─── Provided data

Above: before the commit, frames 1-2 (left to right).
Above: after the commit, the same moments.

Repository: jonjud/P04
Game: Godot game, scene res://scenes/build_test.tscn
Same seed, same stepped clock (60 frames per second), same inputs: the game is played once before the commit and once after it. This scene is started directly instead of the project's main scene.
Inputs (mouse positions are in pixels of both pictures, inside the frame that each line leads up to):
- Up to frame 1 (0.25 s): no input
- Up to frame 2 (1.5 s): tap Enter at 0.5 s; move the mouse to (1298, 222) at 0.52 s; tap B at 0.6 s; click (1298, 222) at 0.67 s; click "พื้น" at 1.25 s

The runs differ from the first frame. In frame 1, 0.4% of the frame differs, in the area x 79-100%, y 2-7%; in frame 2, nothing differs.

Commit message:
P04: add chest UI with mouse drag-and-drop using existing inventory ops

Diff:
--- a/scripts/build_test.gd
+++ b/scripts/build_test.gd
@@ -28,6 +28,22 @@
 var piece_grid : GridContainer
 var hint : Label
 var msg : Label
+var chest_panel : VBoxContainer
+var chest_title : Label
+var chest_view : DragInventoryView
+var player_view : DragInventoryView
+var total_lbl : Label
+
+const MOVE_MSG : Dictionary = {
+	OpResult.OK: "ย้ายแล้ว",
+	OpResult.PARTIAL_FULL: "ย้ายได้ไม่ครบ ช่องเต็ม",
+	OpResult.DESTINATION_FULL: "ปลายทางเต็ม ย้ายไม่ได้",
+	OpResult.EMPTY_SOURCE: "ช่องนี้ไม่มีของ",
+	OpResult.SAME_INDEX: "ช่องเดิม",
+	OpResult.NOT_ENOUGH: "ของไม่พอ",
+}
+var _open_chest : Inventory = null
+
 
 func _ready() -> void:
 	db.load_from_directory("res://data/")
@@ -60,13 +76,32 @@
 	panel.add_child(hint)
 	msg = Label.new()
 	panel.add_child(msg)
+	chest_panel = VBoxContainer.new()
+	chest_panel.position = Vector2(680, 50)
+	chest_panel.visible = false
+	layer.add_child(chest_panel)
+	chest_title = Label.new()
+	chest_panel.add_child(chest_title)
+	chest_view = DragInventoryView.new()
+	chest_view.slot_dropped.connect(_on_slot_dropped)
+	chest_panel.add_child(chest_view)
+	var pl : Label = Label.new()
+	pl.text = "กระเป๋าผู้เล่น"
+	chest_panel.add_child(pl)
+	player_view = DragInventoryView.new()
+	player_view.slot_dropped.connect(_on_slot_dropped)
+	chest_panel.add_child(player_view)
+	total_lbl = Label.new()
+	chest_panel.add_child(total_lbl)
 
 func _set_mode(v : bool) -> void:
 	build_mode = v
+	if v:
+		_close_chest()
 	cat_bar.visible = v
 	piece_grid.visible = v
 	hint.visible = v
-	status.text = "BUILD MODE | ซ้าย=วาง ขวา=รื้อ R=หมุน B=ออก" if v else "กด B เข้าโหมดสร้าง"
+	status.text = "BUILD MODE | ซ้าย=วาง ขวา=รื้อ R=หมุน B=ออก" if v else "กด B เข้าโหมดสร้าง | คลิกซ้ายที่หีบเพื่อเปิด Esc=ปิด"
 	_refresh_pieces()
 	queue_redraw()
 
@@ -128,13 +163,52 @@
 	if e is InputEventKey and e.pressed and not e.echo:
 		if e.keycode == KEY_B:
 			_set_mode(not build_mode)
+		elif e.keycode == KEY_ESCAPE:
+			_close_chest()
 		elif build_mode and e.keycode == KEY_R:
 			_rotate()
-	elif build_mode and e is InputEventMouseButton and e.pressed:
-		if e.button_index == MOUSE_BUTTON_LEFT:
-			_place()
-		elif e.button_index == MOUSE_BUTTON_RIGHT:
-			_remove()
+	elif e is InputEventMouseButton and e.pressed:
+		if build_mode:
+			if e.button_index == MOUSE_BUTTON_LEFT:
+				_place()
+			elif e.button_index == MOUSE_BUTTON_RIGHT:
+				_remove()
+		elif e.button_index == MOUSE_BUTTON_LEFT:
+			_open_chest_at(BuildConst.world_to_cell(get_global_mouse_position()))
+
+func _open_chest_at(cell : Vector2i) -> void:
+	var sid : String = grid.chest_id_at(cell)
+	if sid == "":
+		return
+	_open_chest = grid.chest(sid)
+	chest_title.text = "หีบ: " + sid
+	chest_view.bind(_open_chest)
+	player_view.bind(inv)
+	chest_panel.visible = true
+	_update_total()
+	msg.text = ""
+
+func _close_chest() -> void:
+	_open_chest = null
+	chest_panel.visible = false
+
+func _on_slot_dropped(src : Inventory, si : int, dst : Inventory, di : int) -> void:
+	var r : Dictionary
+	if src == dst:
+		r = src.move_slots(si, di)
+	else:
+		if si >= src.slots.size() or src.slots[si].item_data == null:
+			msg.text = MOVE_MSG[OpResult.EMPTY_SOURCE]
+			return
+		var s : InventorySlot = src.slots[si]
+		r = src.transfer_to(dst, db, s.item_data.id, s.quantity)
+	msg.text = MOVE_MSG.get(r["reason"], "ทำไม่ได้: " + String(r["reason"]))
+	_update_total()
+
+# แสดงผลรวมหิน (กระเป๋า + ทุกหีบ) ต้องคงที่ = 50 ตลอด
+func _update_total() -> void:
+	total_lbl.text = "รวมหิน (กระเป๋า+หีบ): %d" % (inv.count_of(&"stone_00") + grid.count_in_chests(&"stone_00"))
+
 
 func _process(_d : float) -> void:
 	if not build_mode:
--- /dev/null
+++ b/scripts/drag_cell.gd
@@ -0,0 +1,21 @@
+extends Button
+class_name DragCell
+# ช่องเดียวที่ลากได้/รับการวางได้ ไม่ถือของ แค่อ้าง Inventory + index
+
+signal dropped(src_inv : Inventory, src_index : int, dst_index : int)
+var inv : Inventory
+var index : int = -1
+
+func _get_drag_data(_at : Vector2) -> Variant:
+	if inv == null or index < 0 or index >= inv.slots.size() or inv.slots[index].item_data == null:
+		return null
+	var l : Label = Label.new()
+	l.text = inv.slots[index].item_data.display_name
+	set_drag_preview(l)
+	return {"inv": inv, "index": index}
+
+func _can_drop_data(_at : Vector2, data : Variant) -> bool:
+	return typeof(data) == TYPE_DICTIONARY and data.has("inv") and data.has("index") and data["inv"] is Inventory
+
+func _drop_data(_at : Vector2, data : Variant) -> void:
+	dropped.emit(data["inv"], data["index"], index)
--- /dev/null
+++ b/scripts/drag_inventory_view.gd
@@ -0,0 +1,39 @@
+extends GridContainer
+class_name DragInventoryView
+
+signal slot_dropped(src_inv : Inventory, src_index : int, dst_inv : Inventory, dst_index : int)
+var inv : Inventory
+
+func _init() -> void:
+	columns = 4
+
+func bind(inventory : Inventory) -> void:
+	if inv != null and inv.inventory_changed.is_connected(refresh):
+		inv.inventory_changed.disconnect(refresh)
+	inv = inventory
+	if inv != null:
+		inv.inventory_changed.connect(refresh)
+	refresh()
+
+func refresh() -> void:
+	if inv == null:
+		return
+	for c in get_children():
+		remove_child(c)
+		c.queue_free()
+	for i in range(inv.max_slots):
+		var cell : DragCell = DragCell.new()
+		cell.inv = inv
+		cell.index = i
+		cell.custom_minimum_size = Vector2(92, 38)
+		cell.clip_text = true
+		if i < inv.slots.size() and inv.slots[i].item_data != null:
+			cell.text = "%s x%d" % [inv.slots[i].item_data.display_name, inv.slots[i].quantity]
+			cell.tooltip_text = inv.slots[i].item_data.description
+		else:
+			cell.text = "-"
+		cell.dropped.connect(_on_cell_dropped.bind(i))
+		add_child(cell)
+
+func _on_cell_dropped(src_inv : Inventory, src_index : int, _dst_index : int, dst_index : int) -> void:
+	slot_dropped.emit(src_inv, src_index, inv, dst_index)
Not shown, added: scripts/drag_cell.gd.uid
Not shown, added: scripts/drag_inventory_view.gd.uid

──────

- Work instruction: Search the entries for the word "emit". Copy each line where it appears.

- Task output:
+	dropped.emit(data["inv"], data["index"], index)
+	slot_dropped.emit(src_inv, src_index, inv, dst_index)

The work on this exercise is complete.